Poderemos ver um segundo momento
conceptual da avaliação psicológica definindo esta como uma dinâmica de
avaliação do comportamento do indivíduo como parte integrante da intervenção
com o mesmo, devendo manter-se uma interação harmoniosa e coerente estes dois
processos. Uma vez iniciada a avaliação e, considerando-se possuidor de alguns
dados acerca do sujeito, o psicólogo utilizará estes como ponto de partida para
um melhor conhecimento daquele. A avaliação psicológica e consequentes
conclusões diagnósticas passam a ser um processo continuamente reformulado pelo
feedback estabelecido com o indivíduo, adequando-se cada vez mais à realidade
deste e modificando-se face aos seus progressos. À medida que as avaliações se
tornam mais diferenciadas e mais definidas, promovem-se conceitos interventivos
mais fidedignos de alcançarem verdadeiras respostas terapêuticas em
conveniência do bem-estar do individuo. Surgem, por outro lado, conceitos com
conotações negativas menos intensas. A recusa da etiquetagem na psicologia traduz-se
também no deixar-se de utilizar “obsessivamente” o termo de diagnóstico e
passar-se a uma disciplina de avaliação psicológica funcional e apaziguadora de
rótulos clínicos.
Em Psicologia existe pois a necessidade
de se estudar as modificações e dificuldades de comportamento cognitivo e
ambiental, existindo um crescente interesse para com os aspectos positivos – o
que é mobilizável no sujeito – ou seja, com o que é possível e construtivo
mudar nele.
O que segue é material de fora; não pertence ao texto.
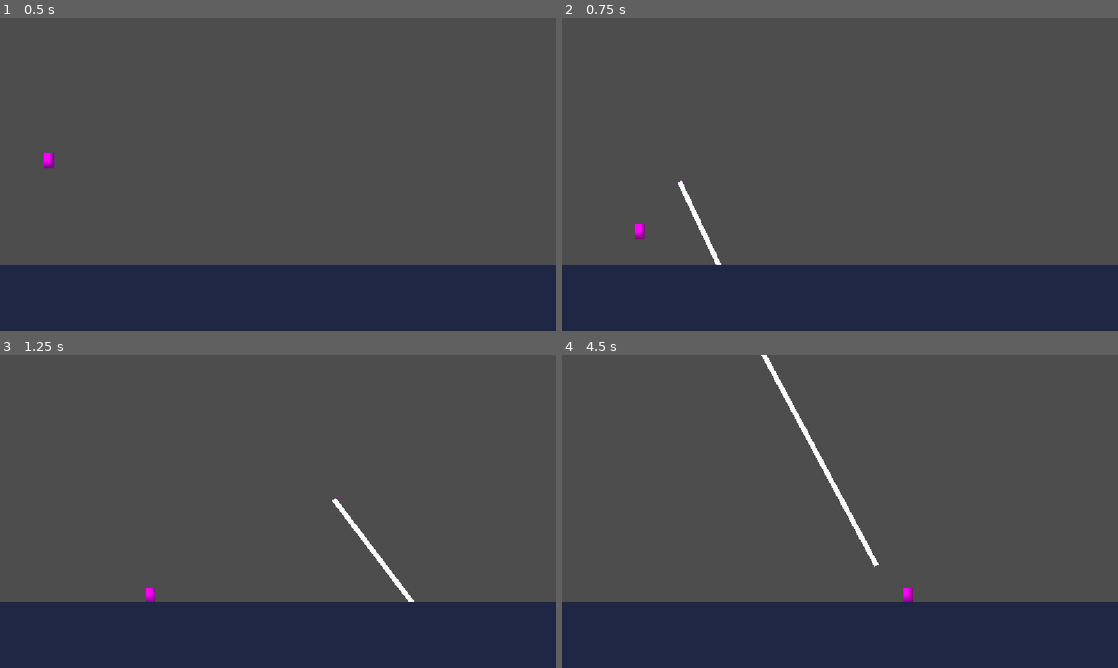
Above: before the commit, frames 1-4 (two rows, left to right).
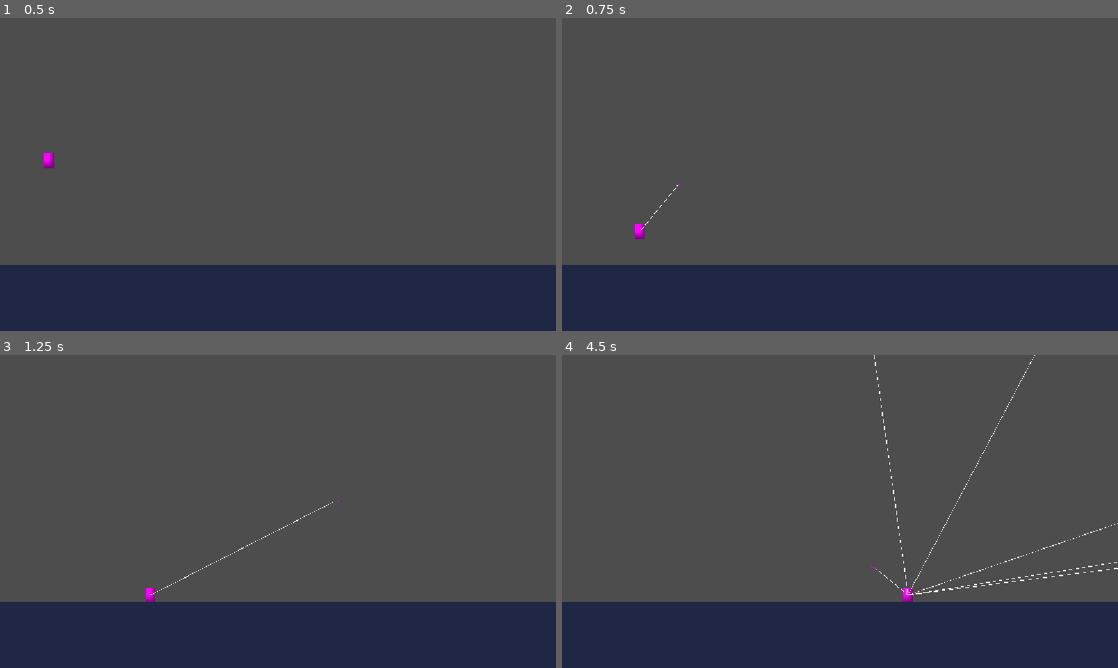
Above: after the commit, the same moments.

Repository: UnityTreeLabs/VideoGameDesign-2026
Game: Godot game, scene res://menu.tscn
The game is run twice, just before and just after one commit, with the same random seed, the same clock (stepped at 60 frames per second) and the same inputs.
Inputs (mouse positions are in pixels of both pictures, inside the frame that each line leads up to):
- Up to frame 1 (0.5 s): no input
- Up to frame 2 (0.75 s): tap Enter (ui_accept) at 0.5 s; move the mouse to (962, 158) at 0.52 s; hold Right (ui_right) from 0.53 s (still down); click (962, 158) at 0.6 s
- Up to frame 3 (1.25 s): keep holding Right (ui_right); tap Enter (ui_accept) at 0.77 s
- Up to frame 4 (4.5 s): move the mouse to (728, 527) at 1.27 s; click (728, 527) at 1.35 s; tap Enter (ui_accept) at 1.52, 3.02, 3.77 s; move the mouse to (895, 442) at 2.02 s; release Right (ui_right) at 2.03 s; hold Left (ui_left) 2.03-2.78 s; click (895, 442) at 2.1 s; move the mouse to (812, 574) at 2.77 s; hold Right (ui_right) 2.78-4.28 s; click (812, 574) at 2.85 s; move the mouse to (1006, 558) at 3.52 s; click (1006, 558) at 3.6 s; move the mouse to (673, 464) at 4.27 s; hold Left (ui_left) from 4.28 s (still down); click (673, 464) at 4.35 s

Frame 1 is identical in both runs. In frame 2, 0.3% of the frame differs, in the area x 14-29%, y 52-79%; in frame 3, 0.4%; in frame 4, 1.0%, in the area x 35-100%, y 0-77%.

Commit message:
String Changes
String is now working as intended (before being attached)

Diff:
--- a/loom/player_body.gd
+++ b/loom/player_body.gd
@@ -26,8 +26,8 @@
 
 	if Input.is_action_just_pressed("ui_click"):
 		var instance = thread.instantiate()
+		instance.global_position = global_position
 		instance.rotation = atan2(get_local_mouse_position().y, get_local_mouse_position().x)
-		instance.global_position = global_position + Vector2(-100, -190)
-		get_parent().add_child(instance)
+		get_parent().get_parent().add_child(instance)
 
 	move_and_slide()
--- a/loom/thread.gd
+++ b/loom/thread.gd
@@ -15,9 +15,10 @@
 	velocity = Vector2(900, 0).rotated(get_parent().rotation) * moving
 	angular_velocity = 0
 	rotation = 0
+	move_and_collide(velocity * delta)
 	$Line2D.remove_point(1)
-	$Line2D.add_point(get_parent().get_parent().get_parent().get_node("Player/PlayerBody").global_position)
-	move_and_collide(velocity * delta)
+	$Line2D.add_point(get_parent().get_parent().get_node("Player/PlayerBody").global_position - global_position)
+	$Line2D.rotation = -get_parent().rotation
 
 func _integrate_forces(state: PhysicsDirectBodyState2D) -> void:
 	pass
--- a/loom/thread.tscn
+++ b/loom/thread.tscn
@@ -33,5 +33,9 @@
 
 [node name="Line2D" type="Line2D" parent="ThreadBody"]
 points = PackedVector2Array(0, 0, 0, 0)
+width = 1.0
+
+[node name="Area2D" type="Area2D" parent="ThreadBody"]
+collision_layer = 0
 
 [connection signal="body_entered" from="ThreadBody" to="ThreadBody" method="_on_body_entered"]
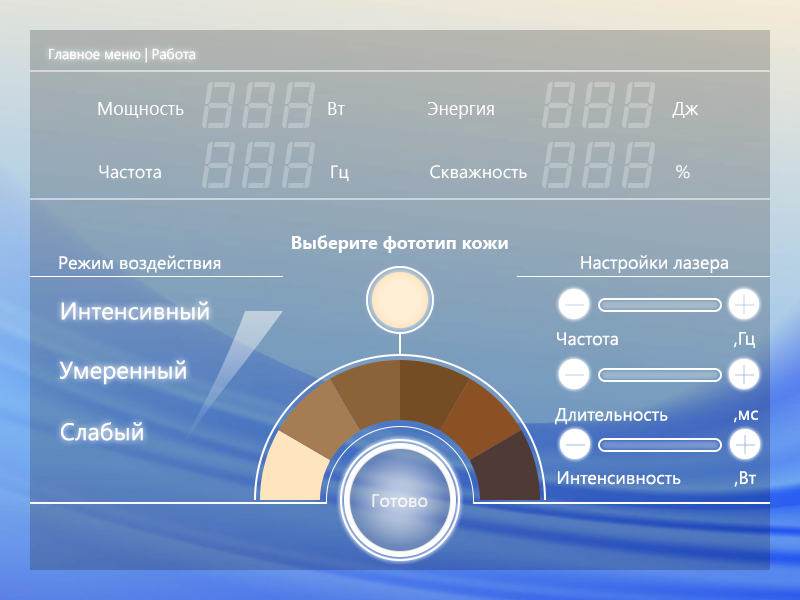
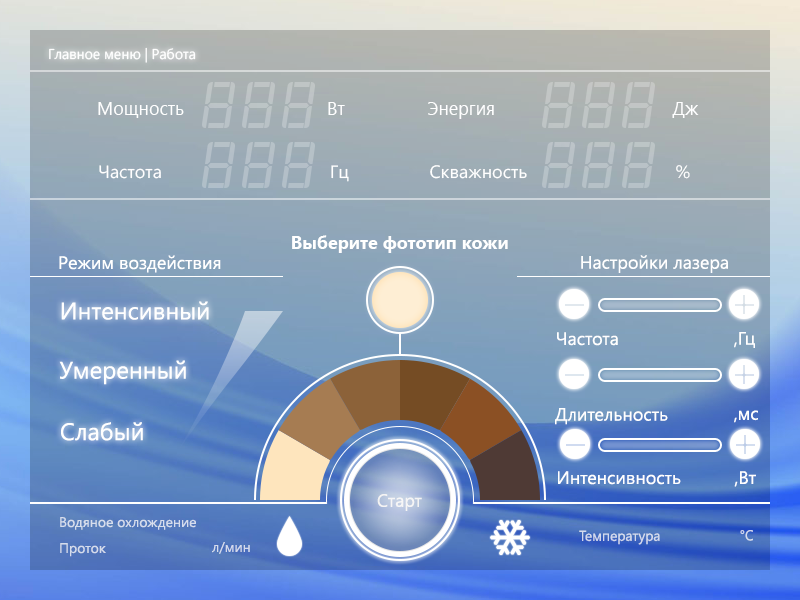
Two versions of the same layered image (800x600). Layer-by-layer changes:
added group "Coolling" with 7 layers in group "Work Panel" over [60, 516, 753, 557]
added layer "°C" in group "Coolling" over [740, 530, 753, 541]
added layer "Температура" in group "Coolling" over [579, 530, 660, 545]
added layer "л/мин" in group "Coolling" over [212, 542, 250, 554]
added layer "Проток" in group "Coolling" over [60, 543, 106, 557]
added layer "Водяное охлождение" in group "Coolling" over [60, 517, 196, 530]
added layer "Water" in group "Coolling" over [277, 516, 302, 556]
added layer "Cooling" in group "Coolling" over [490, 520, 530, 555]
added layer "Старт" in group "Control button" over [377, 494, 422, 511]
hid "Готово" (1st of 2, in "Work Panel" › "Settings" › "Control button") over [372, 494, 428, 507]
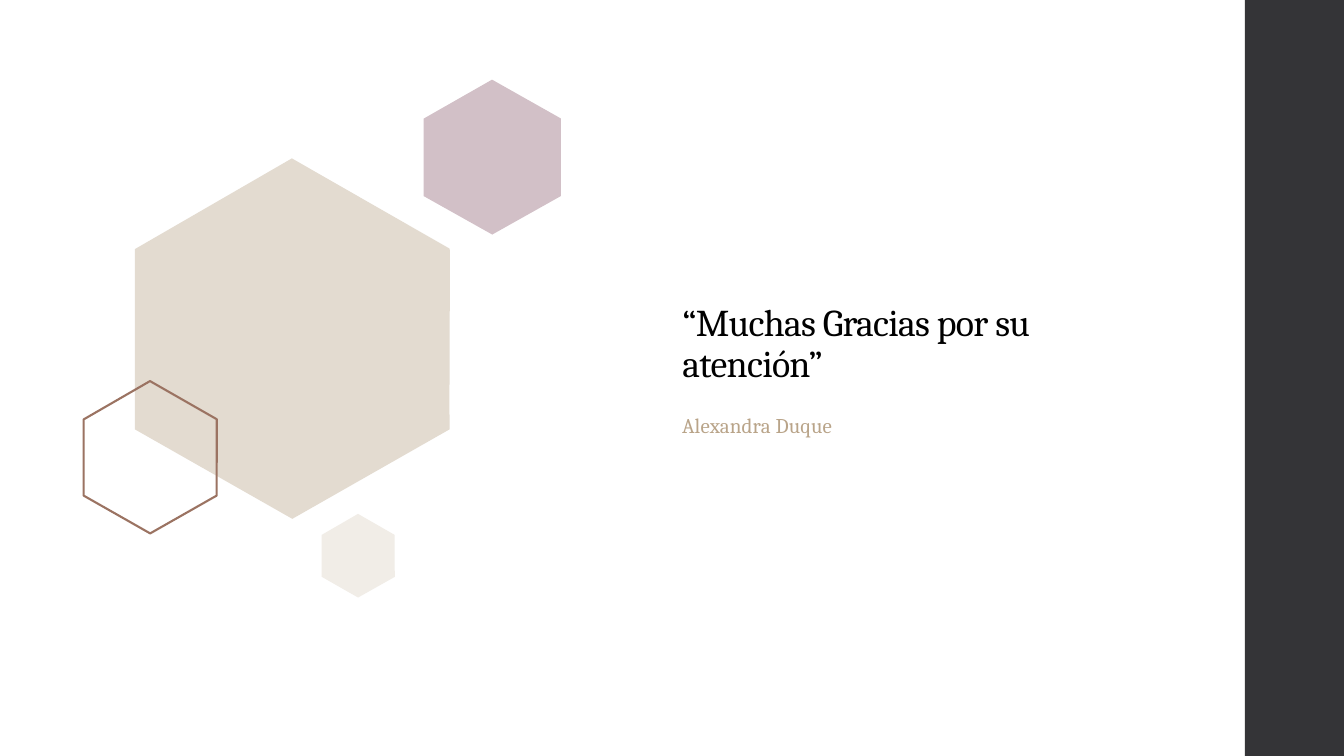
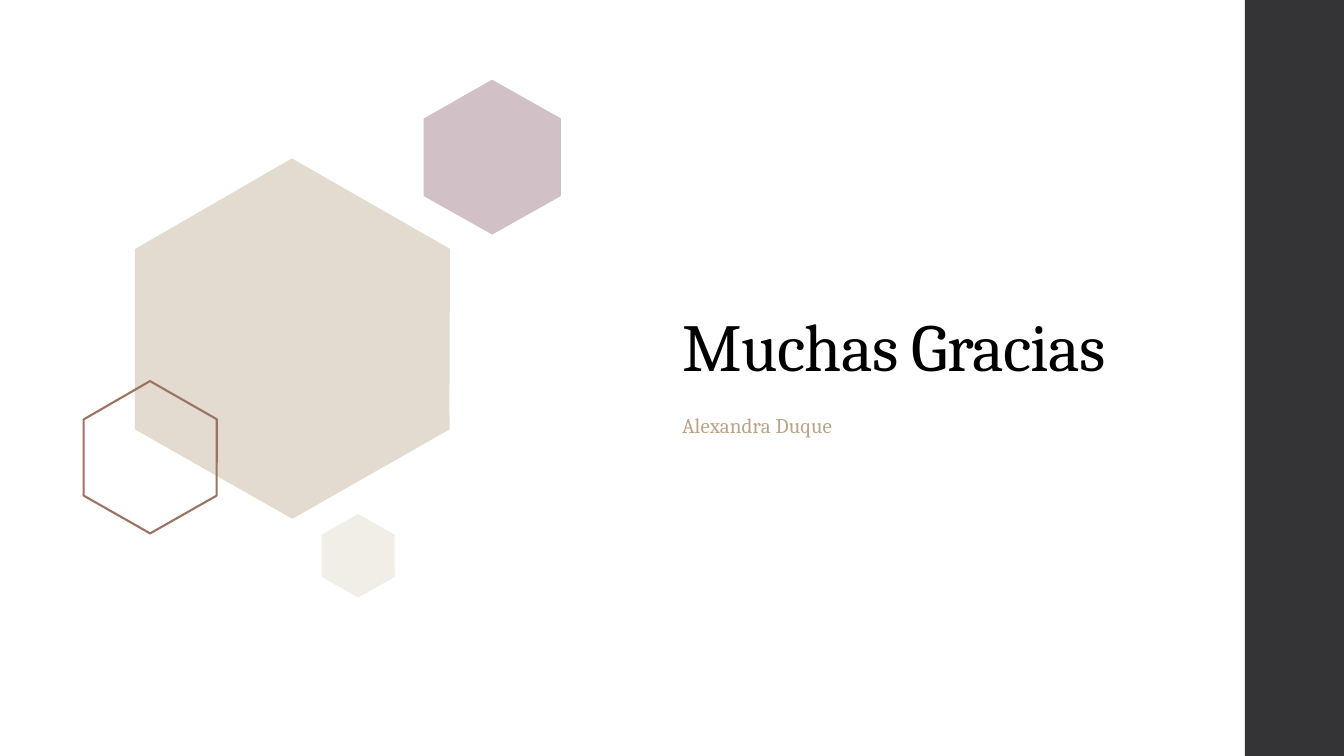
Before and after one commit to Aduquee/Coder, a slide deck: slide 16 of Analisis de Homicidios_Coder_Final.pptx. Drawn at 1344x756 pixels with LibreOffice and Linux fonts; fonts in the diff are those of the drawing. Boxes give left, top, right and bottom in pixels: in the first picture for what was removed or moved away, otherwise in the second. Text is boxed around its words. In the diff, an @@ line names an element or a change of style, - is before the commit and + after.

```diff
--- a/Analisis de Homicidios_Coder_Final.pptx
+++ b/Analisis de Homicidios_Coder_Final.pptx
@@ title at (x1=682, y1=324, x2=1106, y2=372): text changed; size 27 to 48 pt @@
-“Muchas Gracias por su atención”
+Muchas Gracias
```
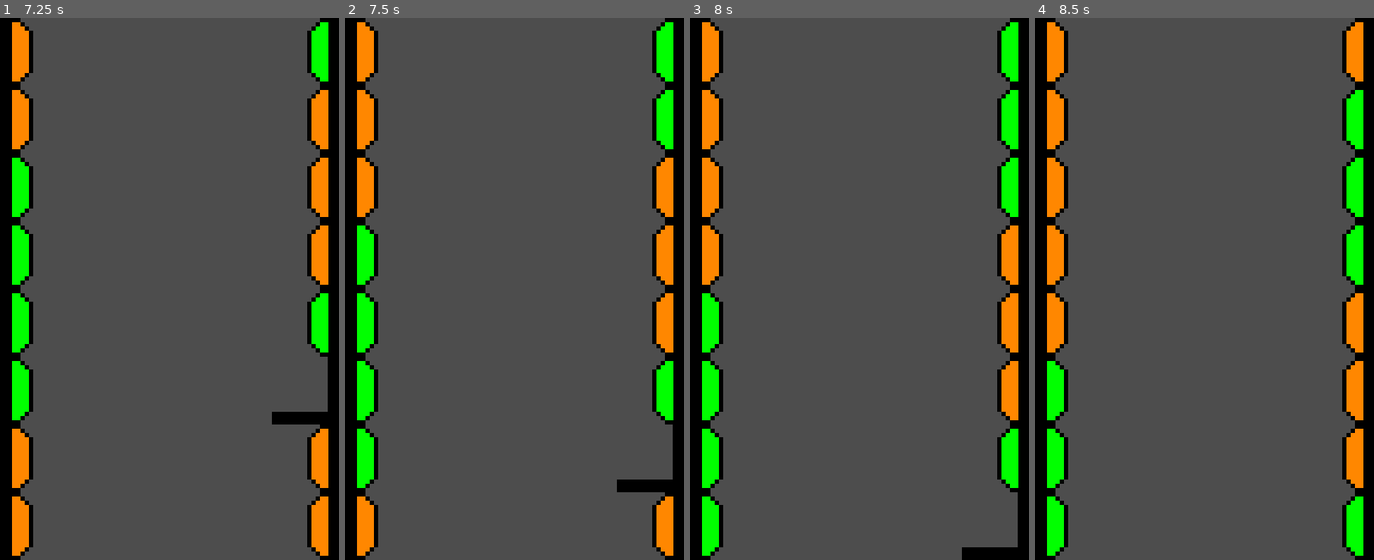
Above: before the commit, frames 1-4 (left to right).
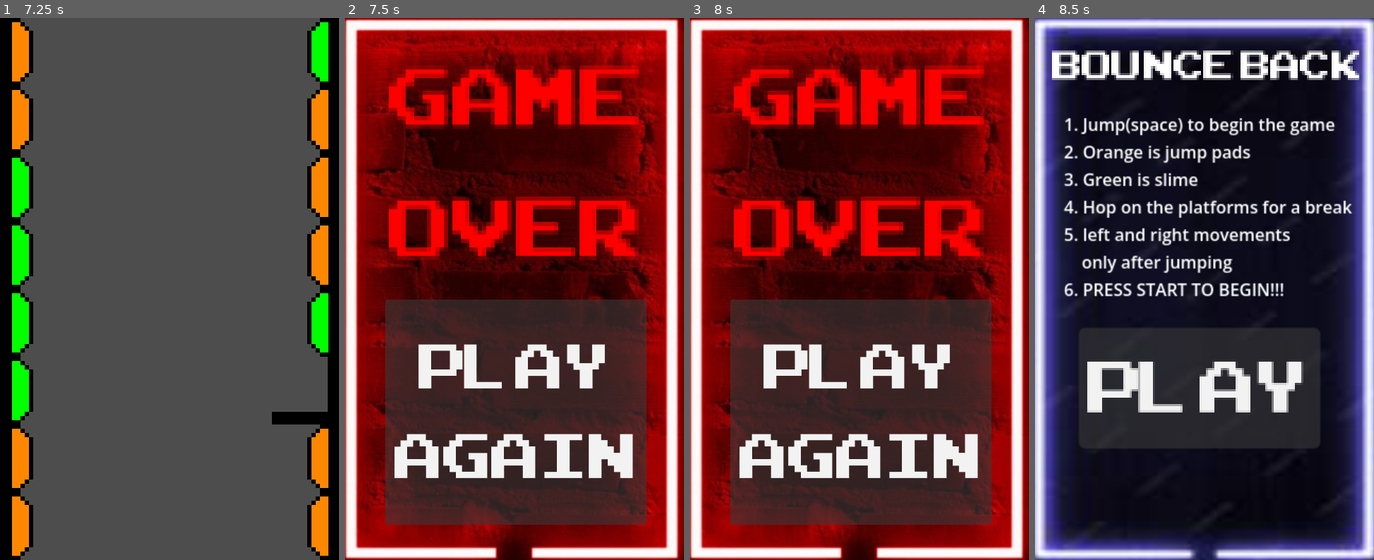
Above: after the commit, the same moments.

Repository: krazybaboon17/BounceBack
Game: Godot game, scene res://assets/scenes/main_menu.tscn
Two runs of this game, one before a commit and one after it. Both use one fixed random seed, a clock stepped at 60 frames per second and the inputs below.
Inputs (mouse positions are in pixels of both pictures, inside the frame that each line leads up to):
- Up to frame 1 (7.25 s): click "Play" at 0.5 s; hold Space (space) 1.28-2.03 s; hold Right (right) 1.28-2.78 s; tap Space (space) every 1.5 s from 2.1 to 6.6 s; hold Left (left) 2.78-3.53 s; hold Space (space) 2.78-3.53 s; hold Right (right) 3.53-5.03 s; hold Space (space) 4.28-5.03 s; hold Left (left) 5.03-5.78 s; hold Right (right) 5.78-6.53 s; hold Space (space) 5.78-6.53 s; hold Left (left) from 6.53 s (still down)
- Up to frame 2 (7.5 s): keep holding Left (left); hold Space (space) from 7.28 s (still down)
- Up to frame 3 (8 s): keep holding Left (left); keep holding Space (space)
- Up to frame 4 (8.5 s): release Left (left) at 8 s; release Space (space) at 8 s; click (1204, 413) at 8 s, where only the run after the commit has a clickable "Play Again"

Frame 1 is identical in both runs. In frame 2, 100% of the frame differs, in the area x 0-100%, y 0-100%; in frame 3, 100%; in frame 4, 99%.

Commit message:
hehehe

Diff:
--- /dev/null
+++ b/assets/die.gd
@@ -0,0 +1,17 @@
+extends Area2D
+
+
+# Called when the node enters the scene tree for the first time.
+func _ready() -> void:
+	pass # Replace with function body.
+
+
+# Called every frame. 'delta' is the elapsed time since the previous frame.
+func _process(delta: float) -> void:
+	pass
+
+
+func _on_body_entered(body: Node2D) -> void:
+	print("tung")
+	if body.is_in_group("Player"):
+		get_tree().change_scene_to_file("res://assets/scenes/end_screen.tscn")
--- a/assets/main.tscn
+++ b/assets/main.tscn
@@ -3,7 +3,6 @@
 [ext_resource type="Script" uid="uid://j6fupwvsffab" path="res://assets/scripts/main.gd" id="1_06ig3"]
 [ext_resource type="PackedScene" uid="uid://bir3u3c7je65t" path="res://assets/scenes/player.tscn" id="2_2d37k"]
 [ext_resource type="PackedScene" uid="uid://bv60yvwrt2ro6" path="res://assets/scenes/ground.tscn" id="6_m5usj"]
-[ext_resource type="PackedScene" uid="uid://bslk3gi0a3oko" path="res://assets/scenes/base_wall.tscn" id="8_tkxyu"]
 
 [sub_resource type="RectangleShape2D" id="RectangleShape2D_o8qdo"]
 size = Vector2(480, 124)
@@ -23,6 +22,5 @@
 [node name="Timer" type="Timer" parent="." unique_id=115748341]
 wait_time = 0.5
 
-[node name="BaseWall" parent="." unique_id=172977510 instance=ExtResource("8_tkxyu")]
-
+[connection signal="body_entered" from="Die" to="Die" method="_on_body_entered"]
 [connection signal="timeout" from="Timer" to="." method="_on_timer_timeout"]
--- a/assets/scripts/player.gd
+++ b/assets/scripts/player.gd
@@ -17,6 +17,8 @@
 var locked_direction: float = 0.0
 
 func _physics_process(delta: float) -> void:
+	if global_position.y > 800:
+		get_tree().change_scene_to_file("res://assets/scenes/end_screen.tscn")
 	if not is_on_floor():
 		velocity.y += gravity * delta
 	else:
Not shown, added: assets/die.gd.uid

Para o efeito impuseram-se melhorias de rigor científico na
utilização de instrumentos de avaliação psicológica e uma maior interação de
modelos teóricos (revisão profunda dos modelos e suas metodologias);
aperfeiçoamento das técnicas de entrevista e de avaliação informal; e a
avaliação ecológica.
Na psicologia moderna e atual, talvez
seja interessante criar-se um desassossego constante e permanente nesta
discussão clínica sobre a dinâmica de avaliação psicológica, de modo a que ela
tenha sempre no seu horizonte a necessidade de um saber científico cada vez mais
humanizado e multifacetado que promova respostas às afecções e conflitos
psicológicos da sociedade do presente.